JESSICA CHASTAIN : Parfois, une partie de moi accepte juste en fonction des personnes avec qui j'aime travailler. C'est souvent dans le cas d'un rôle que je n'ai jamais affronté auparavant et ça devient un défi. Mais ce qui m'attire toujours, c'est quand je sens que je peux apporter quelque chose de positif au monde. Peut-être que mon caractère n'est pas positif, mais c'est en termes de questions qui font débat ou qui sapent les préjugés de genre. Je me demande toujours : "Qu'est-ce que j'apporte dans le monde ? Est-ce que j'apporte ma contribution à la société ?"

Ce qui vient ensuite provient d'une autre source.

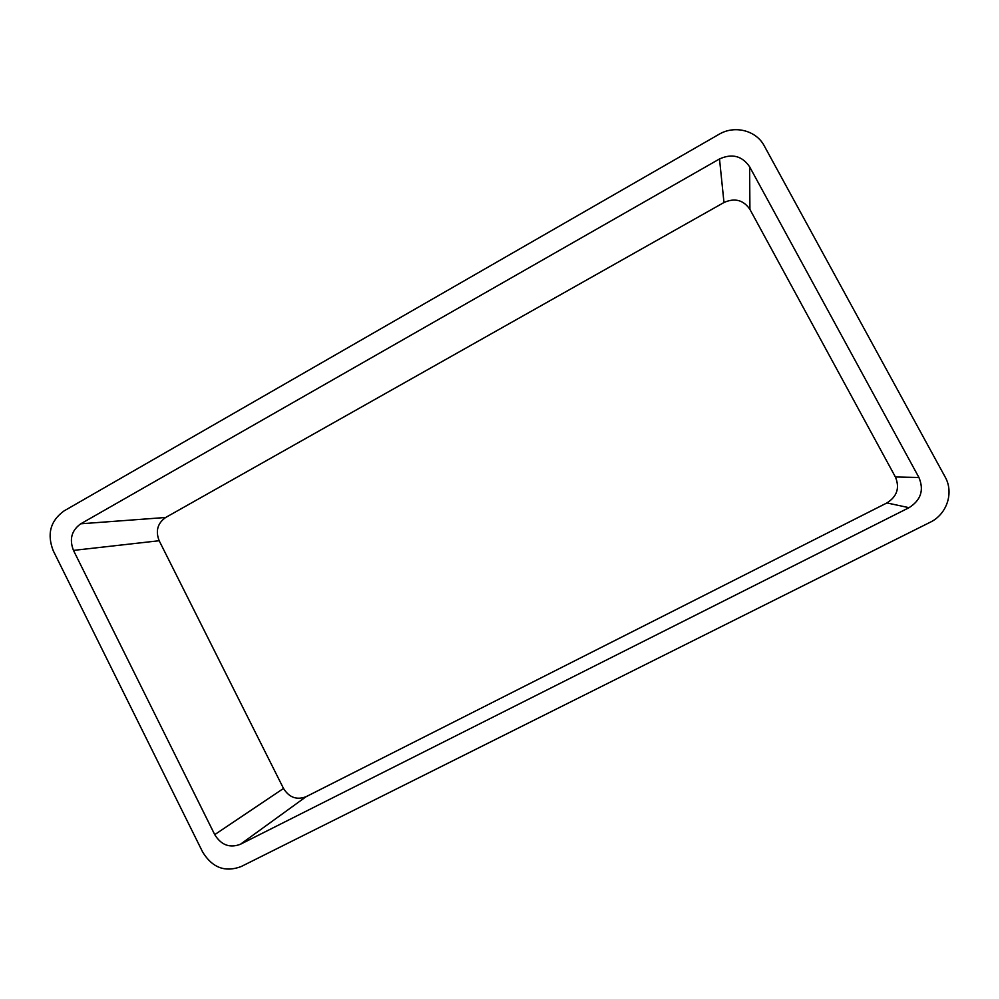 <?xml version="1.0" encoding="UTF-8"?>
<svg xmlns="http://www.w3.org/2000/svg" width="999" height="999" viewBox="0 0 999 999"><rect width="100%" height="100%" fill="white"/><g stroke="black" fill="none" stroke-linecap="round" stroke-linejoin="round"><path stroke-width="1.5" d="M764.285 145.916L945.091 476.885C954.145 492.619 946.94 514.323 930.119 522.29L241.046 866.608C225.05 872.539 212.25 867.681 202.647 852.035L53.222 550.711C46.791 534.065 50.4 520.791 64.073 510.901L719.005 134.316C734.59 124.925 756.231 130.382 764.285 145.916M80.757 523.801L719.505 158.953C732.067 153.284 742.095 155.881 749.612 166.771L918.93 477.497C924.2 490.122 920.891 500.187 909.028 507.692L240.397 844.292C229.72 848.288 221.166 845.067 214.735 834.64L73.476 550.399C69.156 539.26 71.591 530.394 80.757 523.801L165.672 517.482L723.975 202.51L719.505 158.953M165.672 517.482C157.555 523.251 155.382 531.006 159.178 540.734L283.504 788.448C289.161 797.514 296.691 800.261 306.094 796.702L886.925 502.934C897.09 496.478 899.912 487.837 895.404 476.985L749.924 209.39C743.456 199.987 734.802 197.69 723.975 202.51M749.924 209.39L749.612 166.771M895.404 476.985L918.93 477.497M886.925 502.934L909.028 507.692M306.094 796.702L240.397 844.292M283.504 788.448L214.735 834.64M159.178 540.734L73.476 550.399"/></g></svg>
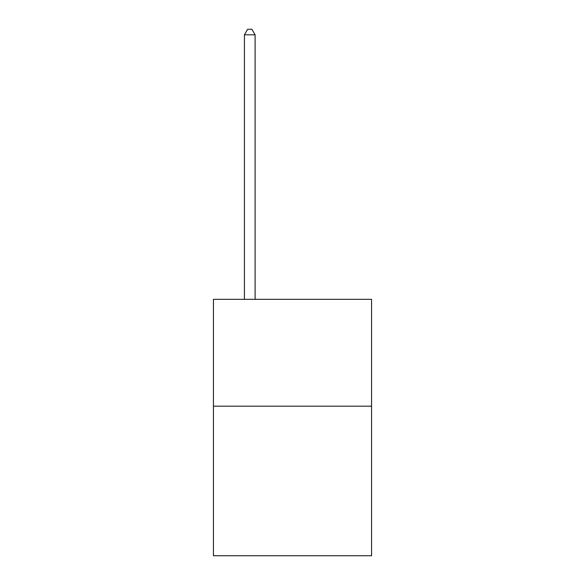 <?xml version="1.0" encoding="UTF-8"?>
<svg xmlns="http://www.w3.org/2000/svg" width="585" height="585" viewBox="0 0 585 585"><rect width="100%" height="100%" fill="white"/><g stroke="black" fill="none" stroke-linecap="round" stroke-linejoin="round"><path stroke-width="0.88" d="M371.563 406.173L371.563 555.75L213.437 555.75L213.437 299.337L371.563 299.337L371.563 406.173L213.437 406.173M255.104 299.337L255.104 34.807L244.42 34.807L244.42 299.337M244.42 34.807L247.63 29.25L251.901 29.25L255.104 34.807"/></g></svg>
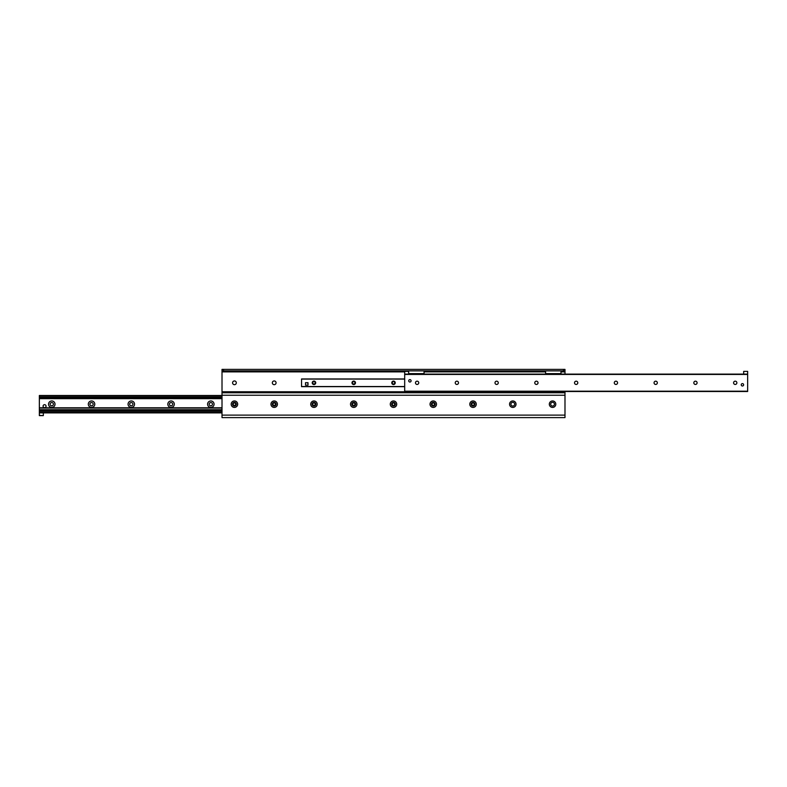 <?xml version="1.0" encoding="UTF-8"?>
<svg xmlns="http://www.w3.org/2000/svg" width="787" height="787" viewBox="0 0 787 787"><rect width="100%" height="100%" fill="white"/><g stroke="black" fill="none" stroke-linecap="round" stroke-linejoin="round"><path stroke-width="1.18" d="M276.07 382.816A1.859 1.859 0 0 1 273.276 384.43A1.859 1.859 0 0 1 273.276 381.203A1.859 1.859 0 0 1 276.07 382.816M236.307 382.816A1.859 1.859 0 0 1 233.513 384.43A1.859 1.859 0 0 1 233.513 381.203A1.859 1.859 0 0 1 236.307 382.816M555.789 404.184A3.227 3.227 0 0 1 550.939 406.987A3.227 3.227 0 0 1 550.939 401.39A3.227 3.227 0 0 1 555.789 404.184M554.422 404.184A1.859 1.859 0 0 0 551.628 402.57A1.859 1.859 0 0 0 551.628 405.797A1.859 1.859 0 0 0 554.422 404.184M516.026 404.184A3.227 3.227 0 0 1 511.176 406.987A3.227 3.227 0 0 1 511.176 401.39A3.227 3.227 0 0 1 516.026 404.184M514.659 404.184A1.859 1.859 0 0 0 511.865 402.57A1.859 1.859 0 0 0 511.865 405.797A1.859 1.859 0 0 0 514.659 404.184M476.263 404.184A3.227 3.227 0 0 1 471.413 406.987A3.227 3.227 0 0 1 471.413 401.39A3.227 3.227 0 0 1 476.263 404.184M474.895 404.184A1.859 1.859 0 0 0 472.092 402.57A1.859 1.859 0 0 0 472.092 405.797A1.859 1.859 0 0 0 474.895 404.184M436.5 404.184A3.227 3.227 0 0 1 431.65 406.987A3.227 3.227 0 0 1 431.65 401.39A3.227 3.227 0 0 1 436.5 404.184M435.132 404.184A1.859 1.859 0 0 0 432.329 402.57A1.859 1.859 0 0 0 432.329 405.797A1.859 1.859 0 0 0 435.132 404.184M396.727 404.184A3.227 3.227 0 0 1 391.887 406.987A3.227 3.227 0 0 1 391.887 401.39A3.227 3.227 0 0 1 396.727 404.184M395.359 404.184A1.859 1.859 0 0 0 392.565 402.57A1.859 1.859 0 0 0 392.565 405.797A1.859 1.859 0 0 0 395.359 404.184M356.964 404.184A3.227 3.227 0 0 1 352.123 406.987A3.227 3.227 0 0 1 352.123 401.39A3.227 3.227 0 0 1 356.964 404.184M355.596 404.184A1.859 1.859 0 0 0 352.802 402.57A1.859 1.859 0 0 0 352.802 405.797A1.859 1.859 0 0 0 355.596 404.184M317.2 404.184A3.227 3.227 0 0 1 312.36 406.987A3.227 3.227 0 0 1 312.36 401.39A3.227 3.227 0 0 1 317.2 404.184M315.833 404.184A1.859 1.859 0 0 0 313.039 402.57A1.859 1.859 0 0 0 313.039 405.797A1.859 1.859 0 0 0 315.833 404.184M277.437 404.184A3.227 3.227 0 0 1 272.587 406.987A3.227 3.227 0 0 1 272.587 401.39A3.227 3.227 0 0 1 277.437 404.184M276.07 404.184A1.859 1.859 0 0 0 273.276 402.57A1.859 1.859 0 0 0 273.276 405.797A1.859 1.859 0 0 0 276.07 404.184M237.674 404.184A3.227 3.227 0 0 1 232.824 406.987A3.227 3.227 0 0 1 232.824 401.39A3.227 3.227 0 0 1 237.674 404.184M236.307 404.184A1.859 1.859 0 0 0 233.513 402.57A1.859 1.859 0 0 0 233.513 405.797A1.859 1.859 0 0 0 236.307 404.184M563.492 369.388L563.492 370.884L564.987 370.884L564.987 369.388L222.013 369.388L222.013 370.884L223.508 370.884L223.508 369.388M563.492 370.884L223.508 370.884M223.508 417.612L222.013 417.612L222.013 392.752L564.987 392.752L564.987 417.612L563.492 417.612M396.235 417.612L397.72 417.612M389.28 417.612L390.765 417.612M373.372 417.612L374.858 417.612M366.408 417.612L367.903 417.612M236.434 417.612L237.92 417.612M229.47 417.612L230.965 417.612M392.693 417.612L394.307 417.612M369.831 417.612L371.444 417.612M232.893 417.612L234.506 417.612M564.987 417.612L222.013 417.612M222.013 369.388L222.013 392.752M564.987 370.884L564.987 374.11M564.987 391.513L564.987 392.752M214.064 404.184A3.227 3.227 0 0 1 209.214 406.987A3.227 3.227 0 0 1 209.214 401.39A3.227 3.227 0 0 1 214.064 404.184M212.47 404.184A1.643 1.643 0 0 0 210.011 402.767A1.643 1.643 0 0 0 210.011 405.61A1.643 1.643 0 0 0 212.47 404.184M174.301 404.184A3.227 3.227 0 0 1 169.451 406.987A3.227 3.227 0 0 1 169.451 401.39A3.227 3.227 0 0 1 174.301 404.184M172.707 404.184A1.643 1.643 0 0 0 170.248 402.767A1.643 1.643 0 0 0 170.248 405.61A1.643 1.643 0 0 0 172.707 404.184M134.538 404.184A3.227 3.227 0 0 1 129.688 406.987A3.227 3.227 0 0 1 129.688 401.39A3.227 3.227 0 0 1 134.538 404.184M132.944 404.184A1.643 1.643 0 0 0 130.485 402.767A1.643 1.643 0 0 0 130.485 405.61A1.643 1.643 0 0 0 132.944 404.184M94.774 404.184A3.227 3.227 0 0 1 89.925 406.987A3.227 3.227 0 0 1 89.925 401.39A3.227 3.227 0 0 1 94.774 404.184M93.181 404.184A1.643 1.643 0 0 0 90.721 402.767A1.643 1.643 0 0 0 90.721 405.61A1.643 1.643 0 0 0 93.181 404.184M55.011 404.184A3.227 3.227 0 0 1 50.161 406.987A3.227 3.227 0 0 1 50.161 401.39A3.227 3.227 0 0 1 55.011 404.184M53.418 404.184A1.643 1.643 0 0 0 50.958 402.767A1.643 1.643 0 0 0 50.958 405.61A1.643 1.643 0 0 0 53.418 404.184M40.373 410.696L42.301 410.696M222.013 395.487L39.35 395.487L39.35 412.89L222.013 412.89L39.35 412.89L39.35 415.615L43.324 415.615L39.35 415.369M222.013 410.735L39.35 410.735L222.013 410.647M39.35 408.04L222.013 408.04M39.35 407.794L222.013 407.794M222.013 397.72L39.35 397.72L222.013 397.642M736.868 382.816A1.643 1.643 0 0 1 734.399 384.233A1.643 1.643 0 0 1 734.399 381.39A1.643 1.643 0 0 1 736.868 382.816M697.095 382.816A1.643 1.643 0 0 1 694.636 384.233A1.643 1.643 0 0 1 694.636 381.39A1.643 1.643 0 0 1 697.095 382.816M657.332 382.816A1.643 1.643 0 0 1 654.873 384.233A1.643 1.643 0 0 1 654.873 381.39A1.643 1.643 0 0 1 657.332 382.816M617.569 382.816A1.643 1.643 0 0 1 615.109 384.233A1.643 1.643 0 0 1 615.109 381.39A1.643 1.643 0 0 1 617.569 382.816M577.806 382.816A1.643 1.643 0 0 1 575.346 384.233A1.643 1.643 0 0 1 575.346 381.39A1.643 1.643 0 0 1 577.806 382.816M538.042 382.816A1.643 1.643 0 0 1 535.583 384.233A1.643 1.643 0 0 1 535.583 381.39A1.643 1.643 0 0 1 538.042 382.816M498.279 382.816A1.643 1.643 0 0 1 495.82 384.233A1.643 1.643 0 0 1 495.82 381.39A1.643 1.643 0 0 1 498.279 382.816M458.516 382.816A1.643 1.643 0 0 1 456.057 384.233A1.643 1.643 0 0 1 456.057 381.39A1.643 1.643 0 0 1 458.516 382.816M418.753 382.816A1.643 1.643 0 0 1 416.293 384.233A1.643 1.643 0 0 1 416.293 381.39A1.643 1.643 0 0 1 418.753 382.816M743.626 384.804A1.19 1.19 0 0 1 741.836 385.837A1.19 1.19 0 0 1 741.836 383.771A1.19 1.19 0 0 1 743.626 384.804M411.099 380.829A1.19 1.19 0 0 1 409.309 381.862A1.19 1.19 0 0 1 409.309 379.796A1.19 1.19 0 0 1 411.099 380.829M408.66 374.11L408.66 371.385L404.685 371.385L404.685 391.513L747.65 391.513L747.65 371.385L743.676 371.385L743.676 374.11M404.685 374.11L747.65 374.11M474.246 404.184A1.22 1.22 0 0 1 472.416 405.246A1.22 1.22 0 0 1 472.416 403.131A1.22 1.22 0 0 1 474.246 404.184M434.483 404.184A1.22 1.22 0 0 1 432.653 405.246A1.22 1.22 0 0 1 432.653 403.131A1.22 1.22 0 0 1 434.483 404.184M394.72 404.184A1.22 1.22 0 0 1 392.89 405.246A1.22 1.22 0 0 1 392.89 403.131A1.22 1.22 0 0 1 394.72 404.184M354.957 404.184A1.22 1.22 0 0 1 353.127 405.246A1.22 1.22 0 0 1 353.127 403.131A1.22 1.22 0 0 1 354.957 404.184M315.193 404.184A1.22 1.22 0 0 1 313.364 405.246A1.22 1.22 0 0 1 313.364 403.131A1.22 1.22 0 0 1 315.193 404.184M275.43 404.184A1.22 1.22 0 0 1 273.601 405.246A1.22 1.22 0 0 1 273.601 403.131A1.22 1.22 0 0 1 275.43 404.184M235.667 404.184A1.22 1.22 0 0 1 233.828 405.246A1.22 1.22 0 0 1 233.828 403.131A1.22 1.22 0 0 1 235.667 404.184M306.763 382.689A1.24 1.24 0 0 1 308.002 383.928M395.241 382.816A1.741 1.741 0 0 1 392.634 384.322A1.741 1.741 0 0 1 392.634 381.311A1.741 1.741 0 0 1 395.241 382.816M394.72 382.816A1.22 1.22 0 0 0 392.89 381.754A1.22 1.22 0 0 0 392.89 383.869A1.22 1.22 0 0 0 394.72 382.816M355.478 382.816A1.741 1.741 0 0 1 352.861 384.322A1.741 1.741 0 0 1 352.861 381.311A1.741 1.741 0 0 1 355.478 382.816M354.957 382.816A1.22 1.22 0 0 0 353.127 381.754A1.22 1.22 0 0 0 353.127 383.869A1.22 1.22 0 0 0 354.957 382.816M315.715 382.816A1.741 1.741 0 0 1 313.098 384.322A1.741 1.741 0 0 1 313.098 381.311A1.741 1.741 0 0 1 315.715 382.816M315.193 382.816A1.22 1.22 0 0 0 313.364 381.754A1.22 1.22 0 0 0 313.364 383.869A1.22 1.22 0 0 0 315.193 382.816M301.549 378.96L404.685 378.96L301.549 378.96L301.549 386.663L404.685 386.663L301.549 386.663M46.059 406.171A1.495 1.495 0 0 1 43.826 407.469A1.495 1.495 0 0 1 43.826 404.882A1.495 1.495 0 0 1 46.059 406.171M308.002 382.689L308.002 385.177L305.523 385.177L305.523 382.689L308.002 382.689M43.324 415.369L43.324 412.89M561.003 370.884L561.003 373.618L545.598 373.618L545.598 370.884M424.065 370.884L424.065 373.618L408.66 373.618M408.66 370.884L408.66 371.385M222.013 415.123L564.987 415.123M564.987 371.877L561.003 371.877M545.598 371.877L424.065 371.877M404.685 371.877L222.013 371.877M222.013 391.759L564.987 391.759M564.987 395.241L222.013 395.241M39.35 409.702L222.013 409.702M39.35 412.388L222.013 412.388M39.35 411.139L222.013 411.139M39.35 398.665L222.013 398.665M39.35 397.238L222.013 397.238M39.35 395.989L222.013 395.989M404.685 391.188L747.65 391.188M404.685 374.435L747.65 374.435M301.549 379.088L404.685 379.088M404.685 386.545L301.549 386.545"/></g></svg>

LO : Est-ce quelque chose auquel vous avez toujours pensé ou avez-vous réalisé que vous deviez y penser une fois que vous êtes entrée dans l'industrie du cinéma ?
JC : Je n'y ai jamais pensé et je pense que c'est arrivé parce que je n'en ai pas eu l'occasion. Au début de votre carrière, vous êtes tellement excité à l'idée d'être choisi, puis la carrière se développe et évolue, donc en plus d'être excité parce que vous êtes choisi, vous êtes également excité parce que vous pouvez vous permettre de choisir. Et vous commencez à comprendre que votre pouvoir dépend des choix que vous faites. Quand j'ai tourné "Zero Dark Thirty" avec Kathryn Bigelow, j'ai vu les questions qui lui étaient posées et la différence dans laquelle le monde et l'industrie s'adressaient à elle, par rapport aux réalisateurs masculins. Et j'ai aussi vu quels stéréotypes les gens attribuaient à mon personnage. C'était très agaçant, mais à ce moment-là j'ai réalisé qu'un film peut être un acte politique. Et j'avais vraiment envie de choisir des projets qui peuvent créer une sorte de débat dans la conversation, déplacer les frontières et représenter de vrais êtres humains.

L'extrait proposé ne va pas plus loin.